C'est un chiffre à donner le vertige. Les déboires de la banque franco-belge Dexia, en cours de démantèlement, ont coûté jusqu'à présent 6,6 milliards d'euros à la France, selon un rapport de la Cour des comptes rendu public jeudi. Sauvé de la faillite à l'automne 2008, le groupe Dexia a été durement frappé par la crise de la dette, ce qui a rendu nécessaire un second sauvetage en octobre 2011. Au total, le dossier a coûté à ce jour 6,6 milliards d'euros au contribuable français, dont 2,72 milliards pour l'État et le reste pour la Caisse des dépôts (CDC).
La Cour estime que le coût est "au moins équivalent" pour la Belgique, sans néanmoins se montrer plus précise car le champ de ses investigations se limite à la France. "Si vous ajoutez le coût pour la France, le coût pour la Belgique, vraisemblablement on ne doit pas être loin du sinistre du Crédit Lyonnais", estime le président de la Cour des comptes Didier Migaud au micro d'Europe 1.
Une facture plus élevée en cas de nouvelle recapitalisation. Pire, la facture pourrait encore grimper. La Cour des comptes souligne en effet "des risques persistants pour les finances publiques" en raison de fortes incertitudes, notamment sur la situation de la zone euro. Ces risques tiennent d'abord à l'extinction prévue de Dexia, dont le modèle reste très sensible à une augmentation des taux d'intérêt, et qui aura selon la Cour un horizon bien plus lointain que 2020. Ils tiennent également, selon elle, au financement des collectivités locales et notamment aux "emprunts toxiques", dont certains font l'objet de contentieux et qui sont susceptibles de provoquer des défauts de paiement. La Cour juge également "non négligeable" un risque de recapitalisation de la banque, qui augmenterait la note, sans toutefois avancer de montant.
Des objectifs risqués. L'institution de la rue Cambon éreinte également la gestion de cet établissement, notamment sa stratégie de croissance des années 2000, poursuivie malgré les premiers signes de la crise. Le rapport souligne ainsi la responsabilité de l'ancienne équipe dirigeante, qui a accentué les prises de risques dans les mois précédents la crise financière de 2008, le manque de vigilance du conseil d'administration et l'absence d'alerte des régulateurs, ainsi qu'une recherche tardive et incomplète des responsabilités.
Elle souligne notamment que le plan stratégique adopté début 2006 fixait un objectif de croissance de l'activité de 10% par an pour la période 2005-2015. "Une telle stratégie augmentait les risques avec le développement de nouvelles activités à l'étranger", indique la Cour, qui ajoute que cette stratégie "a même été accélérée entre mi-2007 et mi-2008 alors que les premiers signes de la crise à l'été 2007 auraient dû inciter à la prudence".
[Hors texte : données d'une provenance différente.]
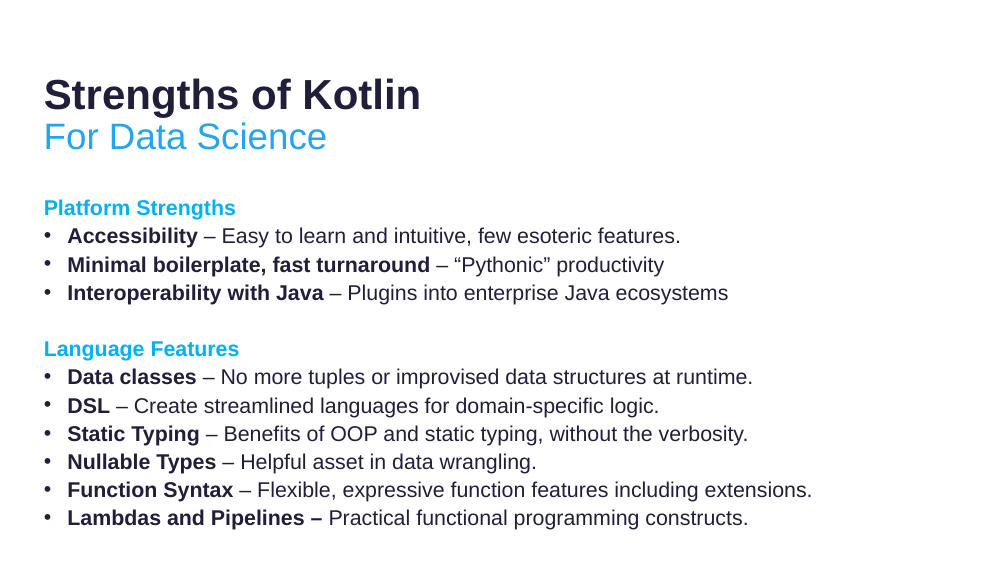
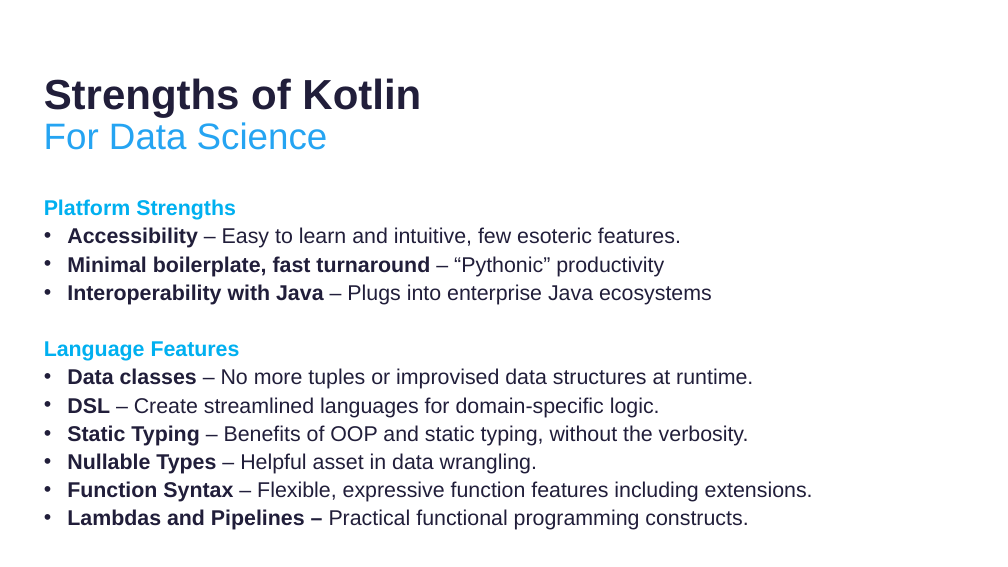
Before and after one commit to thomasnield/kotlinconf-datascience-talk, a slide deck: slide 27 of kotlin_for_data_science.pptx. Drawn at 1008x567 pixels with LibreOffice and Linux fonts; fonts in the diff are those of the drawing; background and template pictures are left out. Boxes give left, top, right and bottom in pixels: in the first picture for what was removed or moved away, otherwise in the second. Text is boxed around its words. In the diff, an @@ line names an element or a change of style, - is before the commit and + after.

```diff
--- a/kotlin_for_data_science.pptx
+++ b/kotlin_for_data_science.pptx
@@ text at bbox=[67, 284, 712, 305]: text changed @@
-  • Interoperability with Java – Plugins into enterprise Java ecosystems
+  • Interoperability with Java – Plugs into enterprise Java ecosystems
```
Also in this commit, not shown: 4 other slides changed.

Des dirigeants visés. La Cour des comptes met personnellement en cause les dirigeants de l'époque (2007-2008) qui ont, selon elle, une lourde responsabilité dans ce naufrage et qui n'ont quasiment pas été sanctionnés. Dans sa ligne de mire : six cadres dirigeants de Dexia, à commencer par les deux principaux : le Français Pierre Richard, président du conseil d'administration et le Belge Axel Miller, directeur général. La seule sanction qui les a frappés est leur limogeage, mais avec le versement d'avantages très confortables comme une retraite de 563.000 euros par an pour Pierre Richard ou des indemnités de départ de plus de 800.000 euros pour Axel Miller.
Il y a bien eu, ensuite, une initiative pour remettre en cause le versement de ces sommes extravagantes, mais seulement trois ans plus tard. Parmi les six dirigeants visés, un seul, Pierre Richard, a finalement vu sa retraite réduite. "Cette recherche de responsabilité a été tardive et incomplète", déplore Didier Migaud au micro d'Europe 1. "Face à ce sinistre, nous sommes devant pratiquement aucun responsable et aucune sanction alors même que les dirigeants ont pu bénéficier d'un certain nombre d'avantages"
Un régime de sanction ? La Cour considère donc que, compte tenu de leur responsabilité et de l'ampleur du sinistre, tout doit être tenté pour que les dirigeants de l'époque soient plus sévèrement sanctionnés. "La Cour demande que toutes les voies de recours puissent être étudiées", poursuit Didier Migaud. Il souhaite également que soit "défini dans la loi un régime de sanction pénal et pécuniaire face à ce type de situation à savoir des risques inconsidérés pris et [qui] débouchent sur un engagement des contribuables."